Your browser will automatically open to the app’s local URL (usually http://localhost:8501).

🗺️ Future Roadmap & Advanced Implementation

1. Add Conversational Memory

The Challenge: The agent is currently stateless. If you ask “What is NVIDIA’s market cap?” and then “What about Apple’s?”, it won’t remember you were comparing companies.
The Solution (LangGraph): The AgentState is already built for memory! The messages: Annotated[Sequence[BaseMessage], operator.add] line ensures that messages are added to the state, not replaced. The only change needed is in the Streamlit UI code:
1. Store the actual BaseMessage objects (like HumanMessage, AIMessage) in st.session_state["messages"], not just dictionaries.
2. When calling the agent, pass the entire history: inputs = {"messages": st.session_state.messages}. This will send the full conversation context to the LLM on every turn, allowing it to remember the past.

2. Add Custom Tools (e.g., RAG Tool)

The Challenge: The agent can only search the public web. It knows nothing about my private documents.
The Solution (@tool decorator): We can create a new tool for the agent by simply decorating a Python function.

Example:

from langchain_core.tools import tool

# (Assuming you have a RAG function from another project)
def my_rag_retriever(query: str) -> str:
    """Use this to find information in private company documents or PDFs."""
    # ... your RAG retrieval logic here ...
    docs = vectorstore.similarity_search(query)
    return " ".join([doc.page_content for doc in docs])

@tool
def rag_search_tool(query: str) -> str:
    """Searches private company documents for specific information."""
    return my_rag_retriever(query)

# Then, just add it to the 'tools' list in agent_app.py:
tools = [search_tool, rag_search_tool]

The agent will now autonomously choose between searching the web (TavilySearch) or your private documents (rag_search_tool) based on the user’s question.

3. Add Human-in-the-Loop (Approval Step)

The Challenge: The agent acts autonomously.
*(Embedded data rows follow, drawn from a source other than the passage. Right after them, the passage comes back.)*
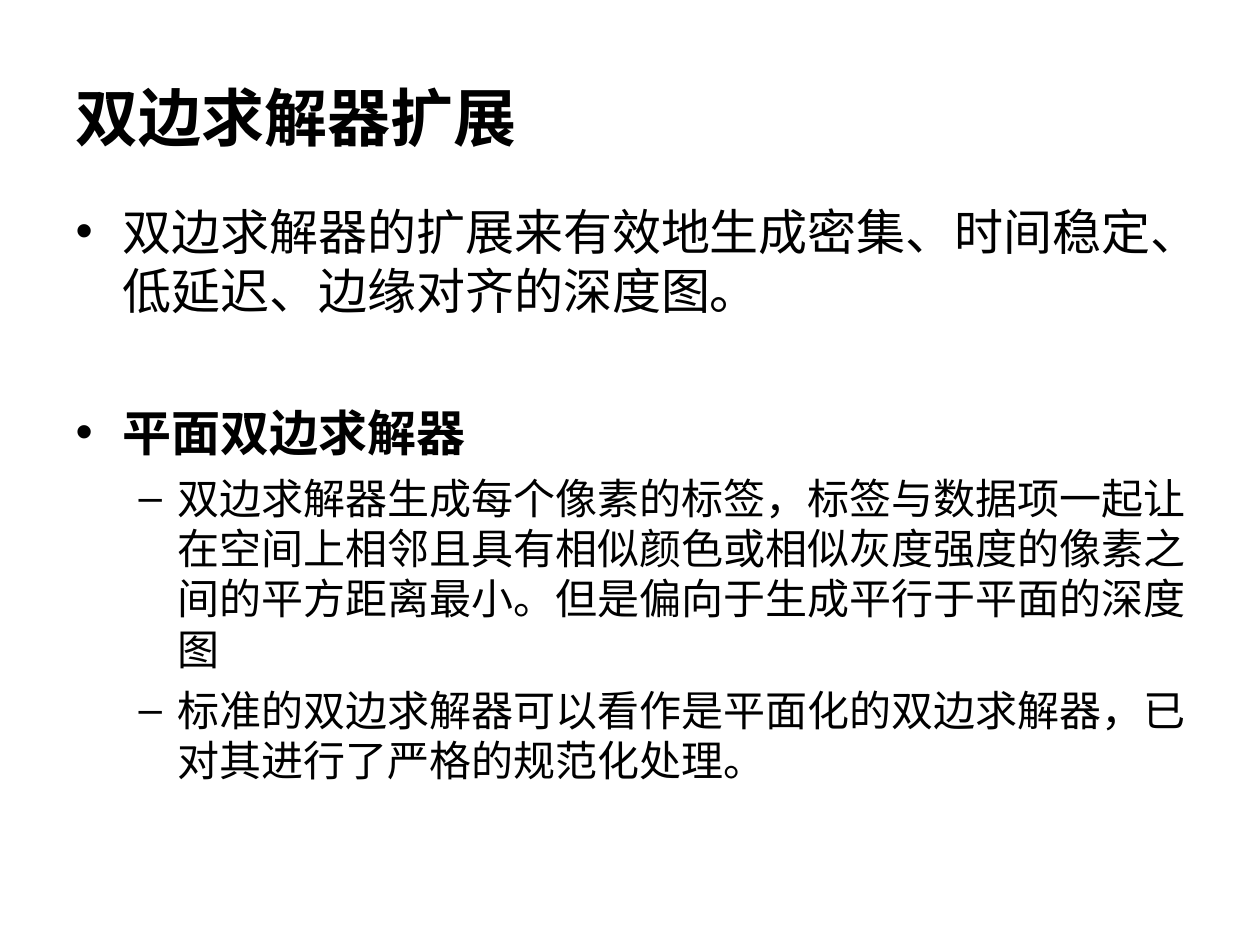
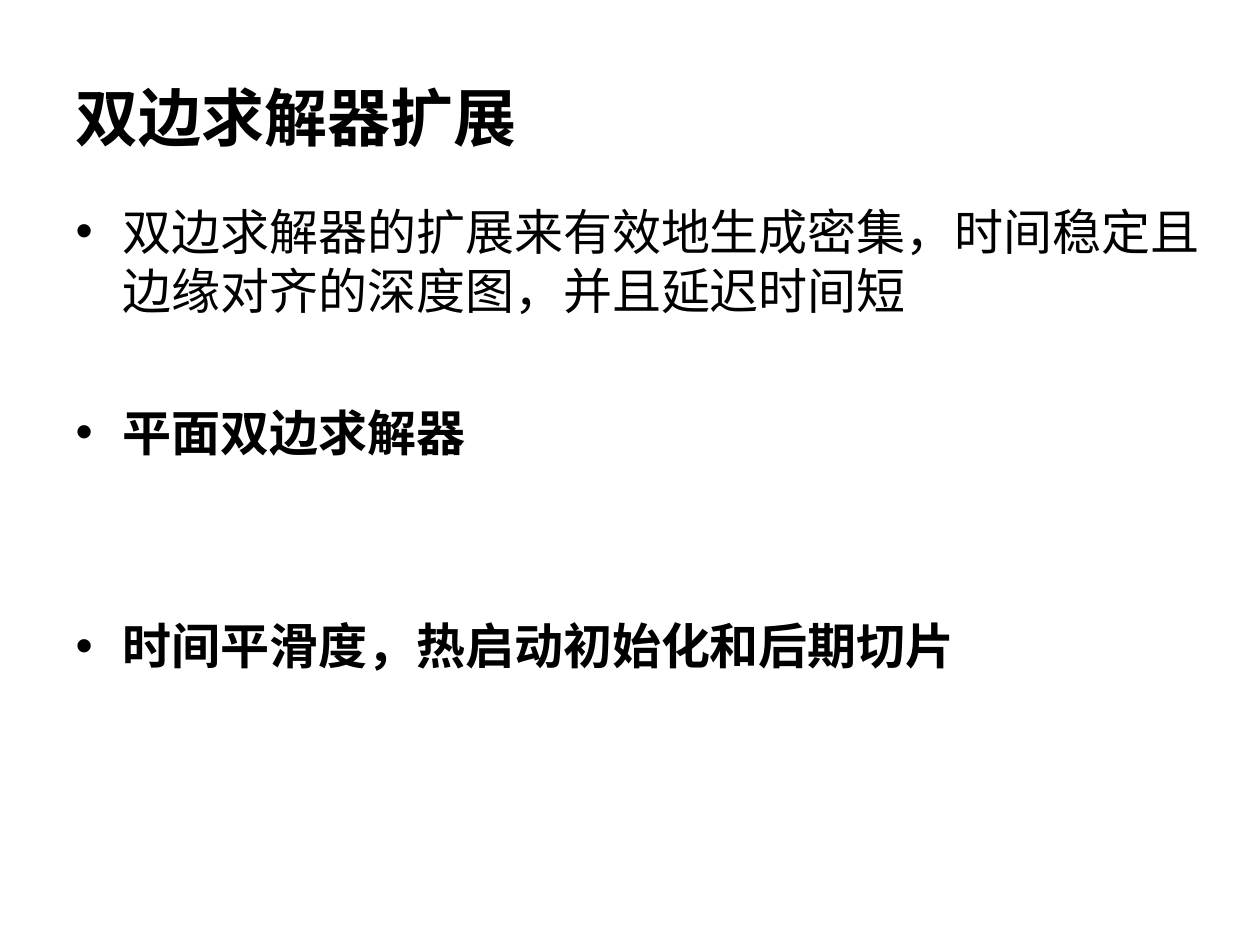
Before and after one commit to 5lyTher1n/graphics2019, a slide deck: slide 7 of 21960540侯保蕾/读书报告/读书报告.ppt. Drawn at 1260x945 pixels with LibreOffice and Linux fonts; fonts in the diff are those of the drawing; background and template pictures are left out. Boxes give left, top, right and bottom in pixels: in the first picture for what was removed or moved away, otherwise in the second. Text is boxed around its words. In the diff, an @@ line names an element or a change of style, - is before the commit and + after.

```diff
--- a/21960540侯保蕾/读书报告/读书报告.ppt
+++ b/21960540侯保蕾/读书报告/读书报告.ppt
@@ text at (123, 208, 1200, 314): text changed @@
-• 双边求解器的扩展来有效地生成密集、时间稳定、低延迟、边缘对齐的深度图。
+• 双边求解器的扩展来有效地生成密集，时间稳定且边缘对齐的深度图，并且延迟时间短
@@ text at (123, 622, 955, 671): text changed; size 24 to 28 pt; bold on @@
-  – 双边求解器生成每个像素的标签，标签与数据项一起让在空间上相邻且具有相似颜色或相似灰度强度的像素之间的平方距离最小。但是偏向于生成平行于平面的深度图
-  – 标准的双边求解器可以看作是平面化的双边求解器，已对其进行了严格的规范化处理。
+• 时间平滑度，热启动初始化和后期切片
```
Also in this commit, not shown: 7 other slides changed, 1 slide removed, 1 other file.
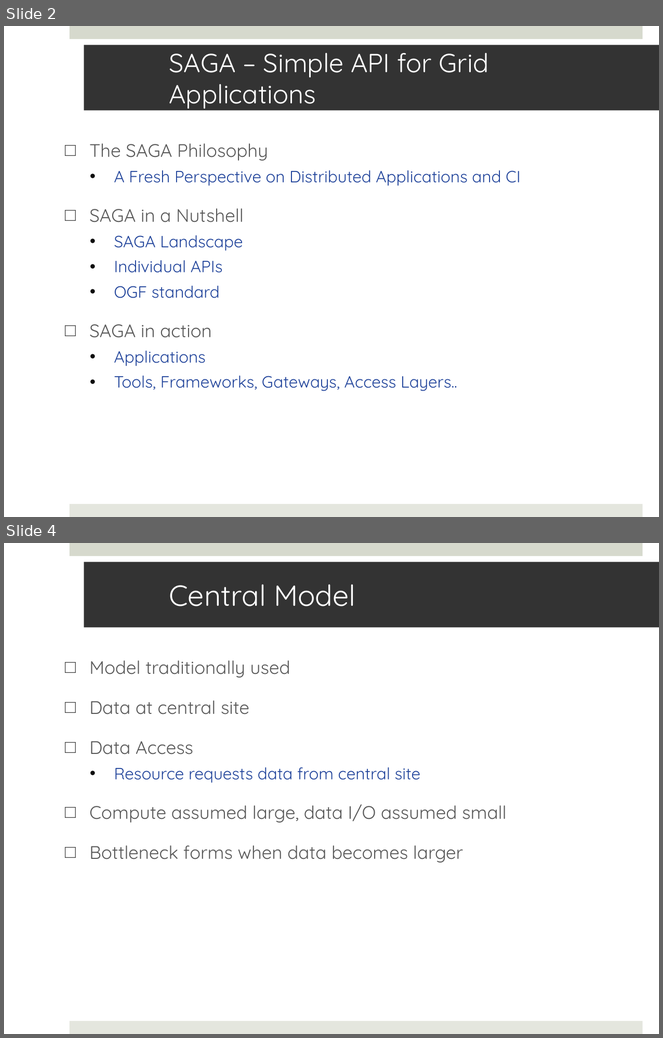
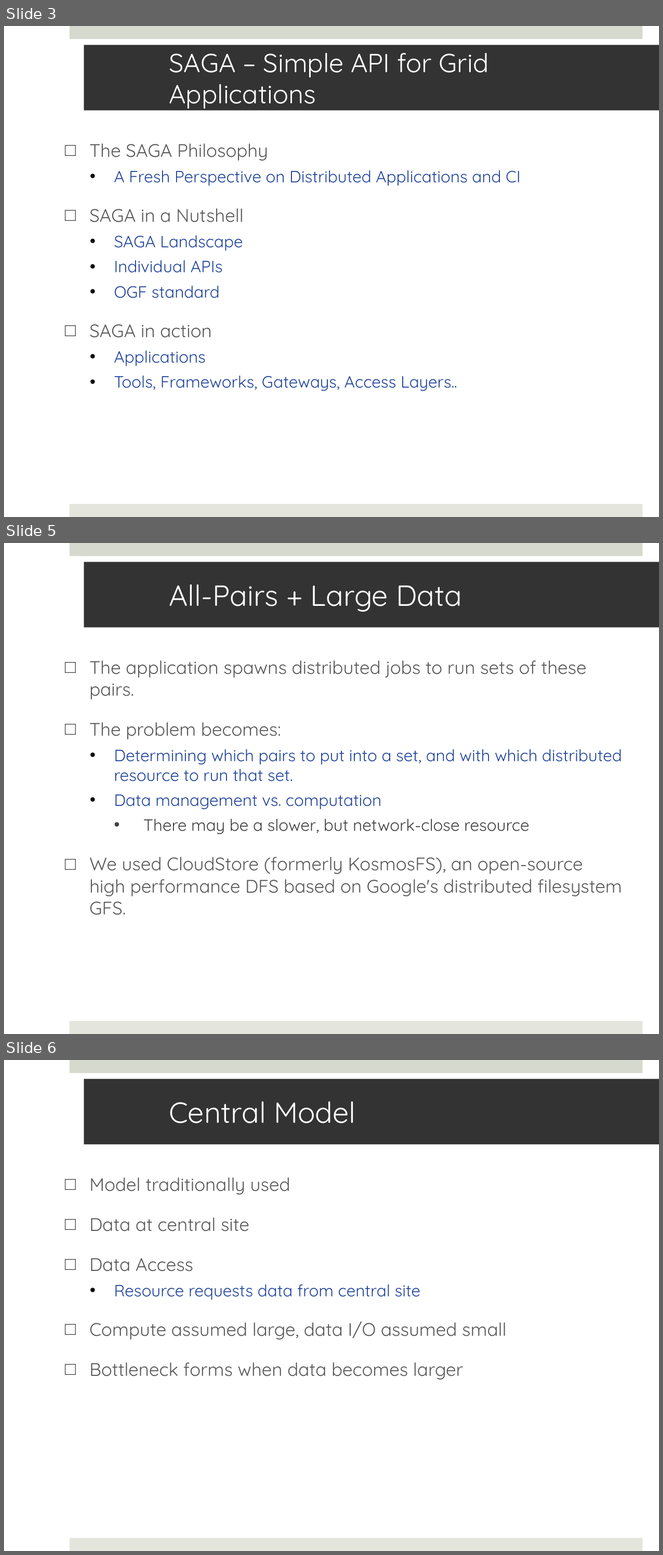
Before and after one commit to saga-project/saga-cpp-legacy-projects, a slide deck: papers/data_intensive/eScience09/RoyalSocietyPresentation.pptx. Shown one above the other, each under a label of ours: slides 2 and 4 before the commit, slides 3, 5 and 6 after it; the slides between them are not shown. The pictures are 663x1038 and 663x1555 pixels, drawn with LibreOffice and Linux fonts; fonts in the diff are those of the drawing; background and template pictures are left out. Boxes give left, top, right and bottom in pixels: in the first picture for what was removed or moved away, otherwise in the second. Text is boxed around its words. In the diff, an @@ line names an element or a change of style, - is before the commit and + after.

```diff
--- a/papers/data_intensive/eScience09/RoyalSocietyPresentation.pptx
+++ b/papers/data_intensive/eScience09/RoyalSocietyPresentation.pptx
@@ slide 5 added at <box>4,543,659,1034</box>, background #FFFFFF; not listed: 2 template elements that a slide beside it also shows @@
@@ title added at <box>84,562,659,628</box>, fill #333333, 32 pt, text #FFFFFF @@
+All-Pairs + Large Data
@@ text added at <box>89,661,622,915</box>, 20 pt, text #595959 @@
+□ The application spawns distributed jobs to run sets of these pairs.
+□ The problem becomes:
+  • Determining which pairs to put into a set, and with which distributed resource to run that set.
+  • Data management vs. computation
+    • There may be a slower, but network-close resource
+□ We used CloudStore (formerly KosmosFS), an open-source high performance DFS based on Google's distributed filesystem GFS.
@@ what was slide 2 is now slide 3 @@
@@ what was slide 4 is now slide 6 @@
```
Also in this commit, not shown: 3 slides changed, 2 other slides added, 2 slides removed.

What if it decides to call a very expensive tool or perform a dangerous action (like deleting a file, if we gave it that tool)?
The Solution (LangGraph Edges): We can add a “pause” button to the graph.
1. Modify the should_continue function to return a third string, "human_approval", instead of "call_tool" if the tool is sensitive.
2. Add a new node (workflow.add_node("human_approval", human_approval_node)) and a new conditional edge.
3. This new node would pause the graph. In Streamlit, the app would show “[Yes] / [No]” buttons. If the user clicks “Yes”, the app would resume the graph execution, which would then proceed to the tool_node.

4. Implement True Response Streaming (Word-by-Word)

The Challenge: The UI shows a “Thinking…” spinner and dumps the whole answer at once. This feels slow and less interactive than ChatGPT.
The Solution (app.stream() + st.write_stream()):
1. Instead of using final_state = app.invoke(inputs) in the Streamlit code…
2. We will use response_stream = app.stream(inputs, stream_mode="values").
3. We then iterate over this response_stream and use Streamlit’s built-in st.write_stream() function. This will render the agent’s final answer (from the last agent_node step) word-by-word as it’s being generated by the LLM.